State the number of lines in the listing below that contain the word "added", and nothing besides.
------------------------------
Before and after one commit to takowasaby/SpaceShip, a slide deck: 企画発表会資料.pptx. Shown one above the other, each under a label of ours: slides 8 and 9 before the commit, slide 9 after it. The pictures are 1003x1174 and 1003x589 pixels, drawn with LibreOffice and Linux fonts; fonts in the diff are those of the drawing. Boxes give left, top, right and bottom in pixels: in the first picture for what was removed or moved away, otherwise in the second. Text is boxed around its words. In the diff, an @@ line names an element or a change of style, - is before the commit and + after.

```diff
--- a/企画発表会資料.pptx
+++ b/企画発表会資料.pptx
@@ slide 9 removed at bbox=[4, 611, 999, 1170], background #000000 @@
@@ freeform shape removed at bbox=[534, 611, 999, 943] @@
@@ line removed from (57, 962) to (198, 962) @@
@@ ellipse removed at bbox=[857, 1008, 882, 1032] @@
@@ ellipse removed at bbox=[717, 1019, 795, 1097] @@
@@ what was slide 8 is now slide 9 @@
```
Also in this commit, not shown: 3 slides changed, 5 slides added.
------------------------------
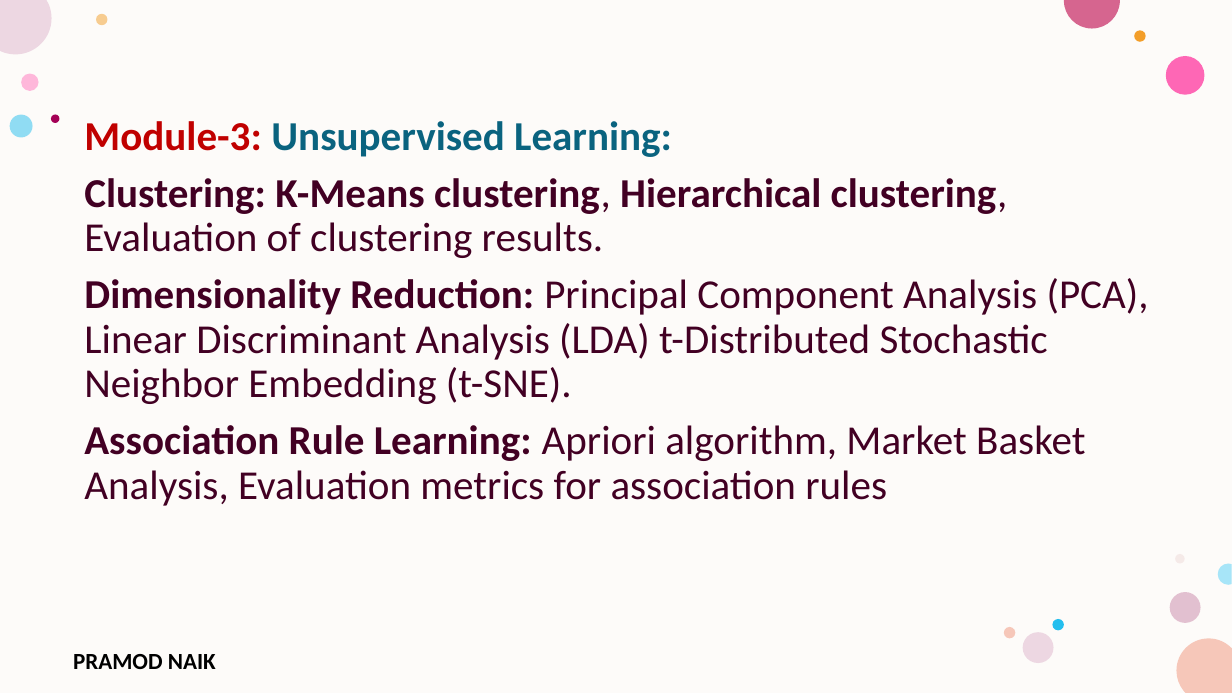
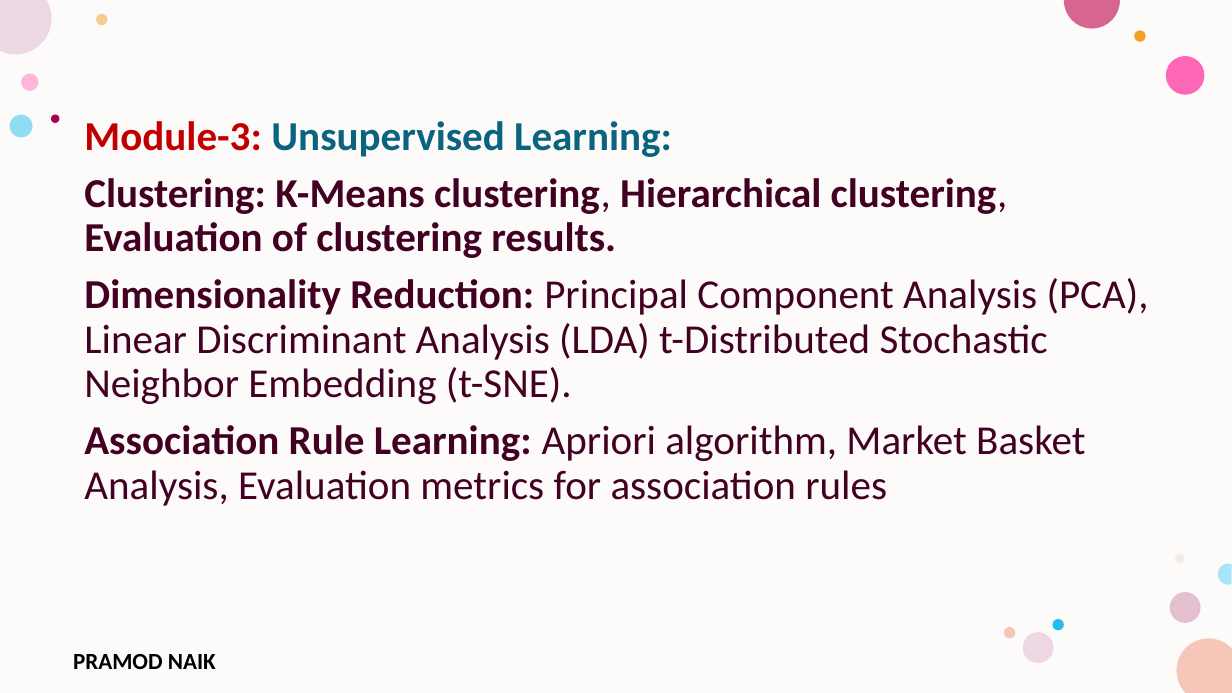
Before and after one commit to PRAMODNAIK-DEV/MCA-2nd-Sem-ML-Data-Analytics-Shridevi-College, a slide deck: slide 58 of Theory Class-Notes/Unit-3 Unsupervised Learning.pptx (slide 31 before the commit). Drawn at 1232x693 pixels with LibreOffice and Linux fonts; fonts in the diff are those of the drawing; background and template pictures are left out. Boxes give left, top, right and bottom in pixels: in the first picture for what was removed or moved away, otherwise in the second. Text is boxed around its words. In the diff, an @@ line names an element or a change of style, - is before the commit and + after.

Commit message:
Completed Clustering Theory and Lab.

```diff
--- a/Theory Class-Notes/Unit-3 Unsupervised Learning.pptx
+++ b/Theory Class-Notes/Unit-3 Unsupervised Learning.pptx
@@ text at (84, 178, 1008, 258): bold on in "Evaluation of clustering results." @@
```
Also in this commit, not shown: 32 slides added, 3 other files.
------------------------------
-- Answer area --
2